不见了,真的不见了,怎么找都没找到六王爷的人影…难怪他今儿个一早醒来眼皮直跳,原来真是出事了,那他现在找不着六王爷…
不行、不行,得找救兵,找救兵来帮忙!
含着眼泪,没敢再多耽搁,确定了君无上失踪后,喜恩连忙从怀中拿出联络用的信号弹。
“咻…”
伴随着婴孩的哭声,看着信号弹升空,喜恩的眼泪又掉了下来。
呜…爷,您可千万别出事啊!
。--。--。--
从没有像此刻这样地恨自己。
看着不言不动的他,伍薏儿的心里难受到了极点。
如果…如果她知道会有这么一天,那她一定会好好用功,管它医书多厚多难背,她也会跟师兄一样,好好地钻研师父穷毕生心血而成的医书。
轻抚君无上的颊,无限的懊悔让她恨起自己的无用,但除了悔恨外,她更有一份茫然的无助感。
她不知道他到底怎么样了!
就是因为不知道让她感到无所适从,只能在痛恨自己无用的同时,眼睁睁地看着他一再地沈睡…算一算…他睡了也将近一天了吧。为什么?为什么他还没醒呢?
就算是醒一下下也好,让她跟他说说话,知道他的情形,要不,看着昏睡不醒的他,她会怕,真的会怕啊!他这样不省人事的样子让她联想到严玉尚,那个昏迷个几天后,有过短暂清醒便死去的严玉尚。
她不得不为他的伤担心,多希望能有个人来告诉她,他现在究竟伤到什么程度?有无伤及内腑或是其他更严重的内伤…

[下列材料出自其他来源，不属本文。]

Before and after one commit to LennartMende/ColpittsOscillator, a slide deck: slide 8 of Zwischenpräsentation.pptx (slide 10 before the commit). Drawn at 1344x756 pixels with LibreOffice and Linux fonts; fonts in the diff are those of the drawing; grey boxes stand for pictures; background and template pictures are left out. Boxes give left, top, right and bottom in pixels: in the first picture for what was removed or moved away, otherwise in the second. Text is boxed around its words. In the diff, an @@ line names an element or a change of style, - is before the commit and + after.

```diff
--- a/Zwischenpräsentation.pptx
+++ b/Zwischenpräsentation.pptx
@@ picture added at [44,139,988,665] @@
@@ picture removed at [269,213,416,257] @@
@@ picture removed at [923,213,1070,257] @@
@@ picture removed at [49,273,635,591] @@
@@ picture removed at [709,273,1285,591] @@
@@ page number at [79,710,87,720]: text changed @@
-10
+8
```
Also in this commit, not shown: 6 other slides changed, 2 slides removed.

这些她全然不知道,唯一知道的,是打从她无助地看着他自己拔下身上的箭、由得她笨手笨脚地替他做简易的包扎后,他便一直昏睡至今…由于她自己也是个病患,就算很想强打起精神照顾他,可心有余而力不足,当中因为体力不济的关系,还曾不小心地在他身边睡去了会儿,所以她不是很确定,在她睡着的当中他有没醒来。
“喂,喂!”不确定地,她小小声、小小声地唤着他。
习惯这样子叫他了,就算是此刻,也没办法改口过来,只是,那一声喂已不再是一开始时那种不客气的口吻,相反的,倒比较像是情人间的亲昵称呼,软软的、娇娇的、带着点两人的默契,更带着点撒娇的意味在。

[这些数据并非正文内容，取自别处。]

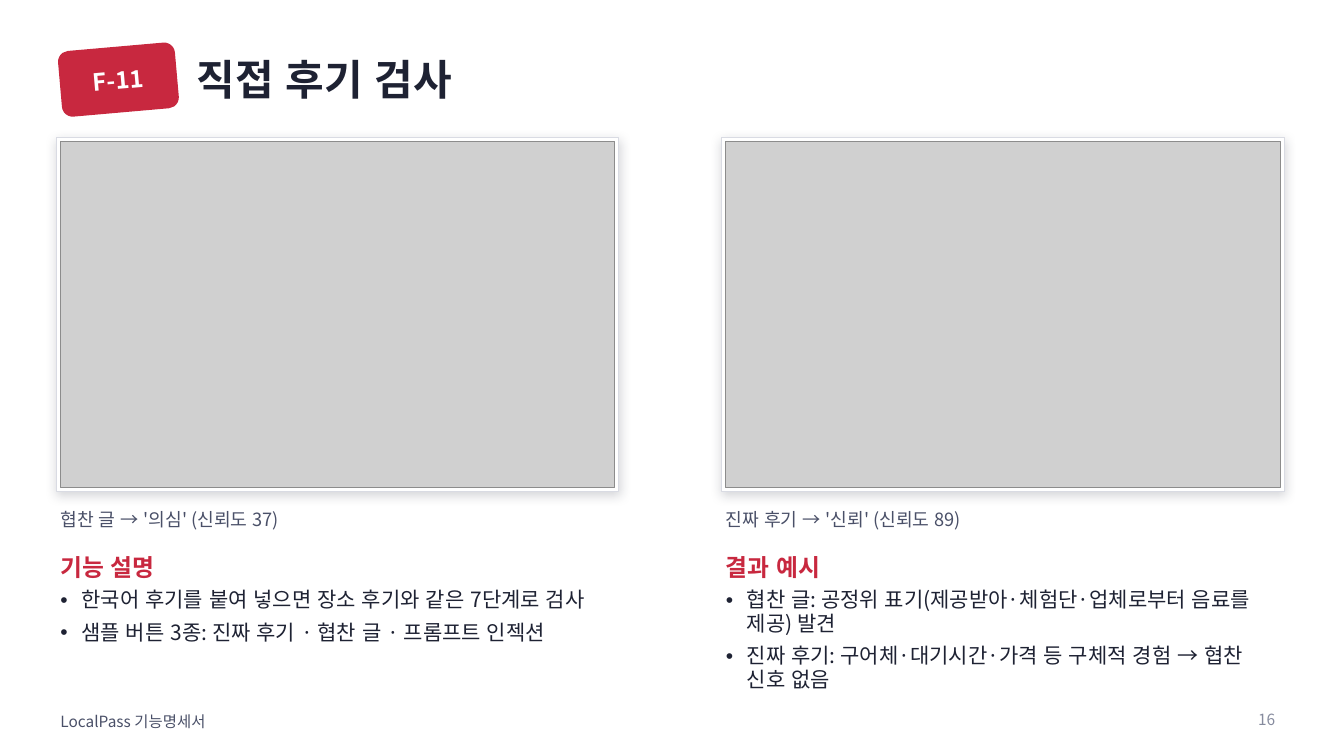
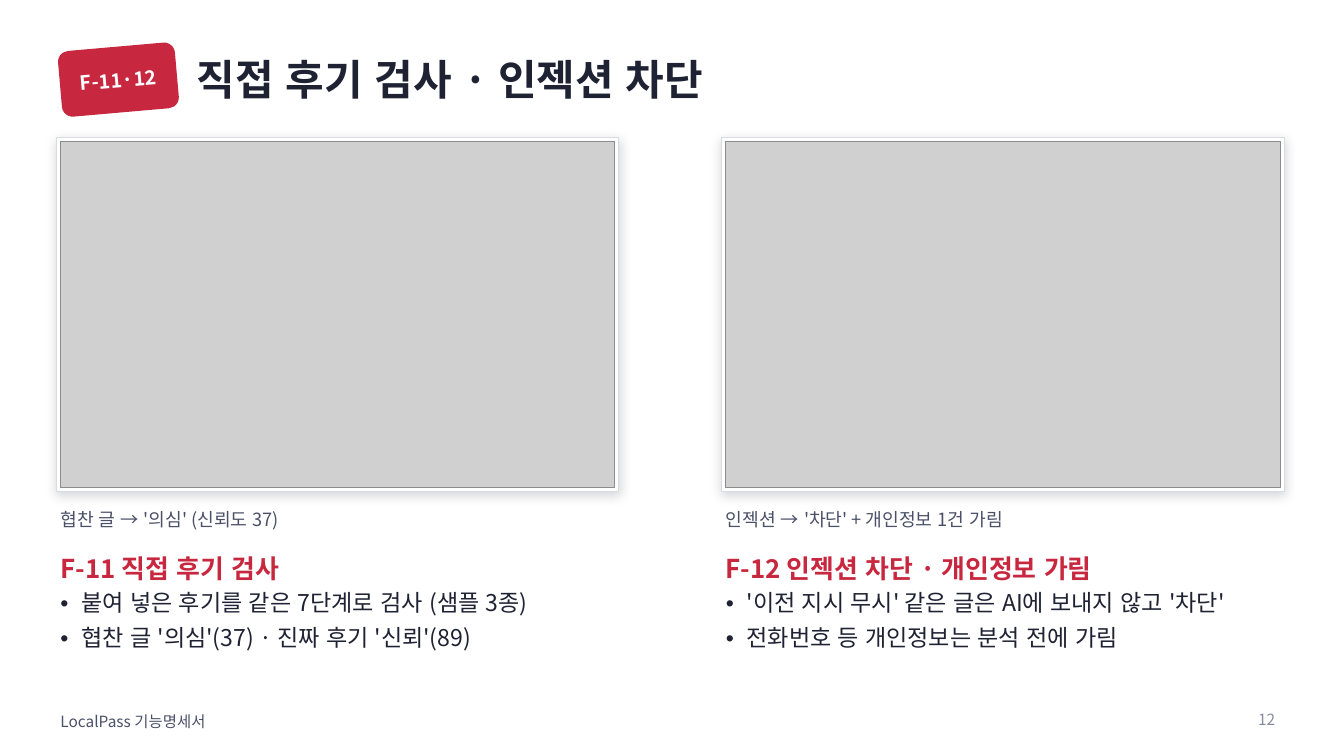
Before and after one commit to 55wind/localpass, a slide deck: slide 12 of docs/LocalPass_기능명세서.pptx (slide 16 before the commit). Drawn at 1344x756 pixels with LibreOffice and Linux fonts; fonts in the diff are those of the drawing; grey boxes stand for pictures. Boxes give left, top, right and bottom in pixels: in the first picture for what was removed or moved away, otherwise in the second. Text is boxed around its words. In the diff, an @@ line names an element or a change of style, - is before the commit and + after.

```diff
--- a/docs/LocalPass_기능명세서.pptx
+++ b/docs/LocalPass_기능명세서.pptx
@@ title at (x1=197, y1=59, x2=703, y2=99): text changed @@
-직접 후기 검사
+직접 후기 검사 · 인젝션 차단
@@ text in rounded rectangle at (x1=81, y1=70, x2=157, y2=90): text changed; size 17 to 14 pt @@
-F-11
+F-11·12
@@ text at (x1=726, y1=511, x2=1002, y2=528): text changed @@
-진짜 후기 → '신뢰' (신뢰도 89)
+인젝션 → '차단' + 개인정보 1건 가림
@@ text at (x1=60, y1=556, x2=528, y2=616): text changed; size 15 to 16.5 pt @@
-기능 설명
-• 한국어 후기를 붙여 넣으면 장소 후기와 같은 7단계로 검사
-• 샘플 버튼 3종: 진짜 후기 · 협찬 글 · 프롬프트 인젝션
+F-11 직접 후기 검사
+• 붙여 넣은 후기를 같은 7단계로 검사 (샘플 3종)
+• 협찬 글 '의심'(37) · 진짜 후기 '신뢰'(89)
@@ text at (x1=726, y1=556, x2=1224, y2=648): text changed; size 15 to 16.5 pt @@
-결과 예시
-• 협찬 글: 공정위 표기(제공받아·체험단·업체로부터 음료를 제공) 발견
-• 진짜 후기: 구어체·대기시간·가격 등 구체적 경험 → 협찬 신호 없음
+F-12 인젝션 차단 · 개인정보 가림
+• '이전 지시 무시' 같은 글은 AI에 보내지 않고 '차단'
+• 전화번호 등 개인정보는 분석 전에 가림
@@ page number at (x1=1258, y1=713, x2=1275, y2=725): text changed @@
-16
+12
```
Also in this commit, not shown: 5 other slides changed, 6 slides removed, 8 other files.

“你渴不渴?我弄点水给你喝好了。”没事找事做,看着他略显干涩的唇,她自言自语地说着,接着便撑着虚弱的身子倒水去。
回到床边后,她才发现她没办法喂他喝水,就算是平日的她,想抬起他来都成问题,更何况是自溺水后,身体尚未复原的她?
想了想,她爬上了床,跪坐在床边,啜饮着一小口一小口的水喂到他的口中。
“喝水,这样你就不会渴了。”喂了几小口后,看着依旧没有反应的他,伍薏儿哽咽地自言自语道。
不喜欢看这样的他,一动也不动的,面对这样的他让她有种想哭的冲动。
习惯了那个会逗她、闹她、跟她玩的君无上了。身边有他的陪伴,似乎是件再自然不过的事,这样要她如何接受此时他的静默?

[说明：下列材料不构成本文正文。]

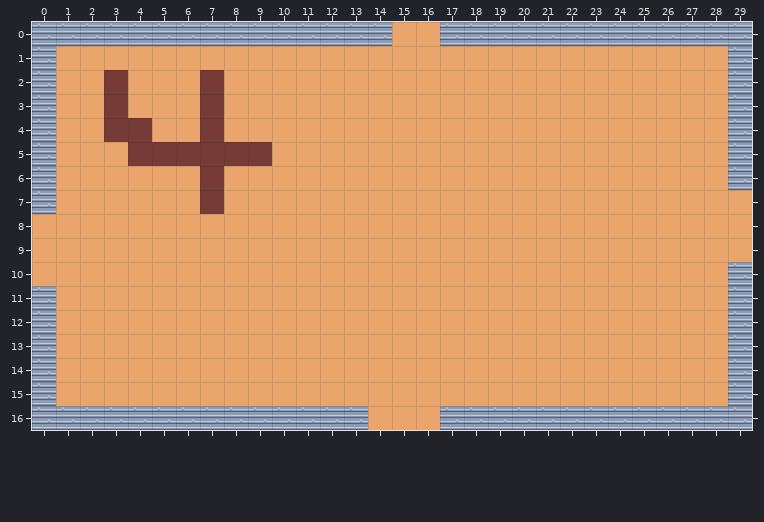
An edit to a level. Tiled map, assets/maps/lab.tmx. Above, as it was before the edit.
Cells are 32x32 px. Shown: x 0..29, y 0..16.
And afterwards:
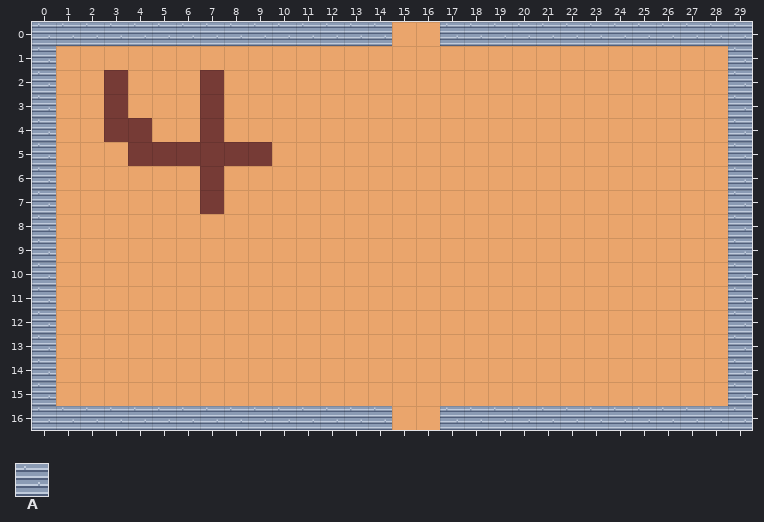
Key: from "tiny-dungeon": A 37.
_ is an empty cell, . an unchanged one.
The edit:
--- layer "wall"
@@ x 0..29 @@
- 7 ............................._
- 8 _............................_
- 9 _............................_
-10 _.............................
+ 7 .............................A
+ 8 A............................A
+ 9 A............................A
+10 A.............................
@@ x 14..14 @@
-16 _
+16 A

又喂了一小口水到他的口中,但这次她没急着起身,贴着他的唇,想起两人间曾有过的美好亲吻,她吻他,学着他曾用过的方式…
奢想他会因此而醒来,然后以平日那种无赖的样子、不正经的态度戏耍着自己,但没有用,一点用也没有!
他还是一点动静也没有,不像先前那样,会带领她领略唇舌交接的美好…心头一酸,想到他很可能跟严玉尚一样,睡了就再也不醒来…不愿想象这种可能性,含着他的下唇,她重重地咬了口。